EXERCISE DESCRIPTION: Which lines in the records below contain the word "disponible"? Copy each one.

Items from a dataset:
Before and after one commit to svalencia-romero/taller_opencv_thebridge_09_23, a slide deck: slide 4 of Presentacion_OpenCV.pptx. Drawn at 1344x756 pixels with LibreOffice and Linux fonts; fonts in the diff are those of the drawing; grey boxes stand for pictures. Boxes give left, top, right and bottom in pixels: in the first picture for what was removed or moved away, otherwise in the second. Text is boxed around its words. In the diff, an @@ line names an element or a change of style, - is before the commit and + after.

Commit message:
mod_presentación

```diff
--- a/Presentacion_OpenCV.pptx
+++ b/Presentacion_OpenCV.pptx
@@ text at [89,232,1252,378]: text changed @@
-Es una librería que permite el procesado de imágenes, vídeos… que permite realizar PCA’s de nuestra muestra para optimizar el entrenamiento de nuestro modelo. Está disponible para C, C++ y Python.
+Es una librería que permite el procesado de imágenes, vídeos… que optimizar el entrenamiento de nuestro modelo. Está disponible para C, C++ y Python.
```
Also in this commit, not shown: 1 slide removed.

ANSWER SPACE:
-Es una librería que permite el procesado de imágenes, vídeos… que permite realizar PCA’s de nuestra muestra para optimizar el entrenamiento de nuestro modelo. Está disponible para C, C++ y Python.
+Es una librería que permite el procesado de imágenes, vídeos… que optimizar el entrenamiento de nuestro modelo. Está disponible para C, C++ y Python.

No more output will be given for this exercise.